То, что болит рука, видимо, от удара, поняла не сразу — далеко не сразу. Но в ней тоже пульсировало. То ли ушиб, то ли растяжение — сейчас совсем не соображала, не могла. Перевела взгляд с дороги на ладонь, сжимающую руль. Пальцы припухли. Не сильно, но заметно. Судорожно вздохнула, понимая, что еще немного и разрыдается, но плакать нельзя. Больше никогда нельзя плакать.
И в этот момент машину на скользком от дождя асфальте повело. Да так, что она не справилась — каждую секунду этих кратких мгновений, что ее несло, знала, что не справится.
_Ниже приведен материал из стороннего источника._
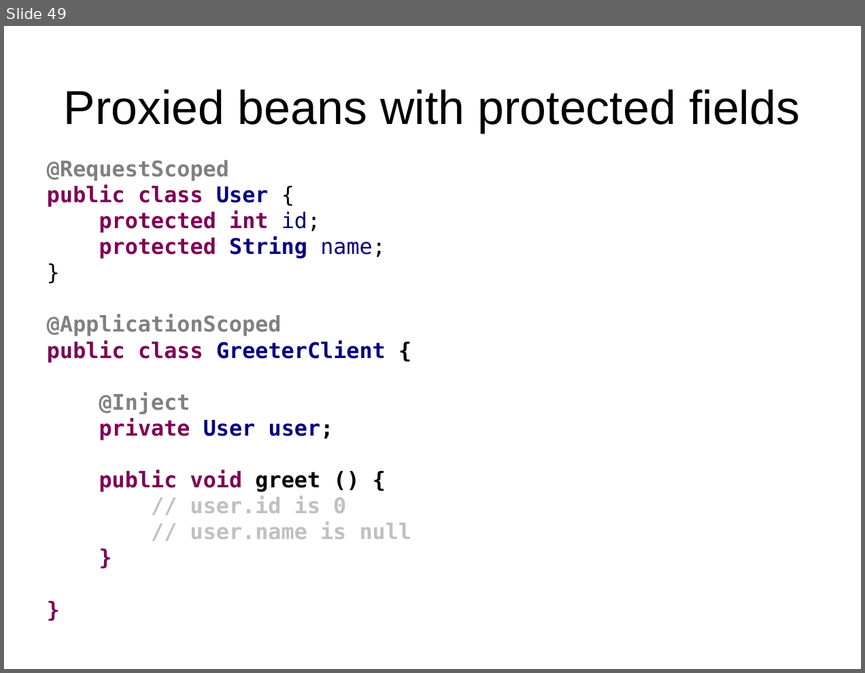
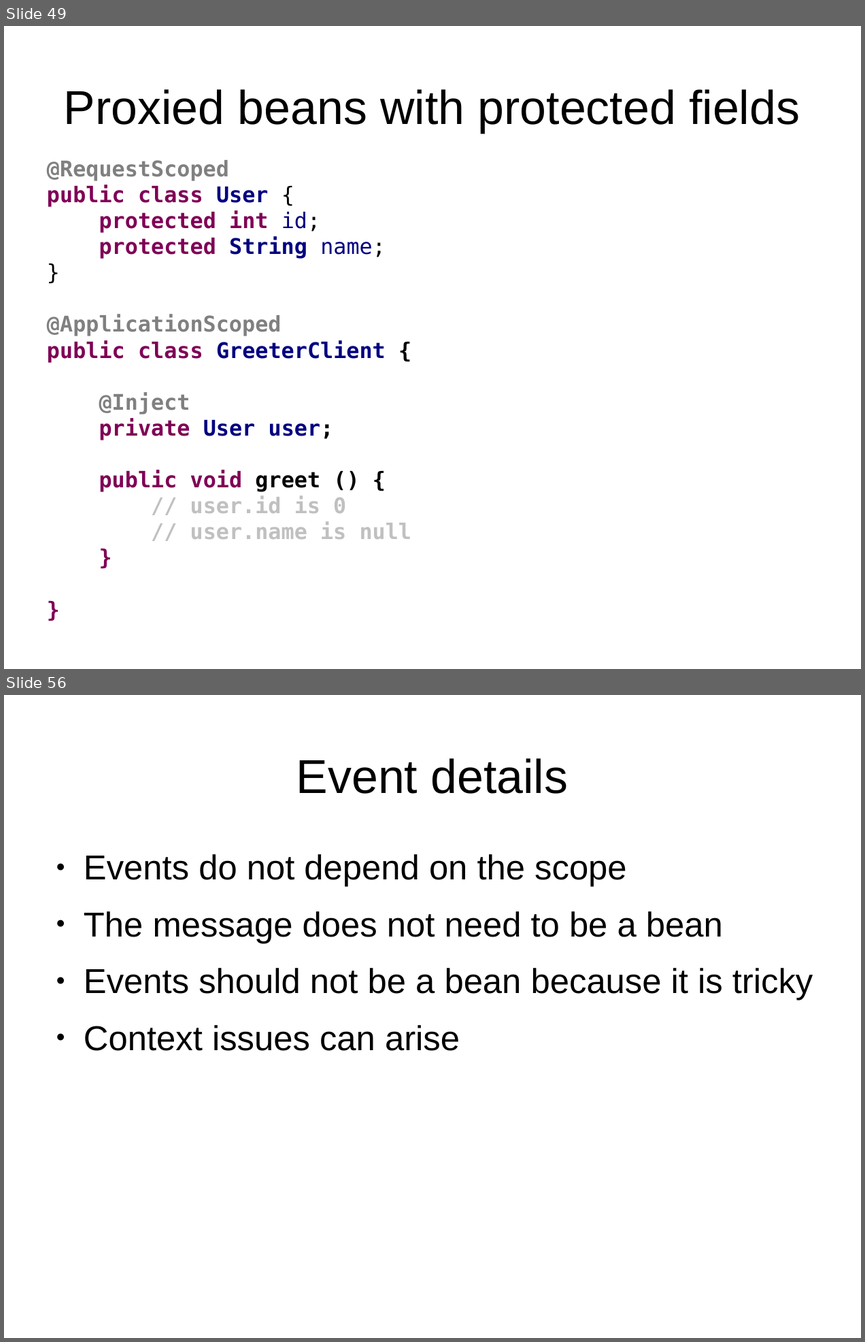
Before and after one commit to FrigoCoder/CDI, a slide deck: CDI.odp. Shown one above the other, each under a label of ours: slide 49 before the commit, slides 49 and 56 after it; the slides between them are not shown. The pictures are 865x673 and 865x1342 pixels, drawn with LibreOffice and Linux fonts; fonts in the diff are those of the drawing. Boxes give left, top, right and bottom in pixels: in the first picture for what was removed or moved away, otherwise in the second. Text is boxed around its words. In the diff, an @@ line names an element or a change of style, - is before the commit and + after.

Commit message:
Producers and events.

```diff
--- a/CDI.odp
+++ b/CDI.odp
@@ slide 56 added at (4, 695, 861, 1338), background #FFFFFF @@
@@ title added at (296, 758, 568, 794), 44 pt, text #000000 @@
+Event details
@@ text added at (84, 854, 813, 1051), 32 pt, text #000000 @@
+● Events do not depend on the scope
+● The message does not need to be a bean
+● Events should not be a bean because it is tricky
+● Context issues can arise
```
Also in this commit, not shown: 9 other slides added, 10 other files.

Не хочет справляться. Хочет, чтобы все закончилось.
Удар пришелся по бамперу — въехала в столб у дороги. Лбом угодила в руль. Подбросило. Снова откинуло на сиденье. Голова мотнулась в сторону. И Руслана почти отключилась.
Только дворники продолжали сметать капли дождя со стекла. Шурх-шурх-шурх-шурх.
Дрожащими руками полезла в карман пальто, достала телефон. Два пропущенных. Лукин. К черту! Набрала нужный номер. Трубку взяли почти сразу — Колька всегда отвечал сразу, в отличие от нее.
— Забери меня, — только и смогла она выдохнуть после его «Алло».
— Откуда?
— Нне зннаю… Черт… Я на трассе…
— Трындец! Ну мне б хоть приблизительно. Город там, страна, полушарие.
— Я… под Киевом… Кажется, был указатель в Бровары… Я далеко не уехала… Не помню. Коль, забери меня, пожалуйста…
— Лааадно, — протянул Колька. — Жди. Телефон далеко не убирай.
— Не уберу.
Далеко убирать и правда не стала. Положила себе на колени. Потом завела машину и отъехала от пострадавшего столбика. Припарковалась у обочины, чтобы не мешать движению, и на большее была уже не способна. Только откинуть голову на сиденье. Нельзя за руль пьяной. Совсем нельзя. С изодранным в клочья сердцем нельзя тоже. Закрыла глаза, продолжая слушать шуршание дворников. Она их специально не выключала — реальный звук из реальной жизни. Не из этой потусторонности, в которую она попала, едва удерживая себя на черте.
Телефон взорвался звонком. Снова Лукин. Опять Лукин. Всегда Лукин.
А нужно-то продержаться всего ничего, пока Гуржий приедет. Потом трубу можно хоть совсем вырубить. Но сейчас нельзя.
Руся сбросила вызов, сидела и смотрела на дождь. Замерзла — совсем замерзла. Не разобьешься — так хоть околеешь.
Но околеть было не судьба. Минут через сорок возле нее остановилась старенькая Нива, из нее выпрыгнул Колька — коренастый крепыш в расстегнутом пуховике, от чего казался еще шире в плечах.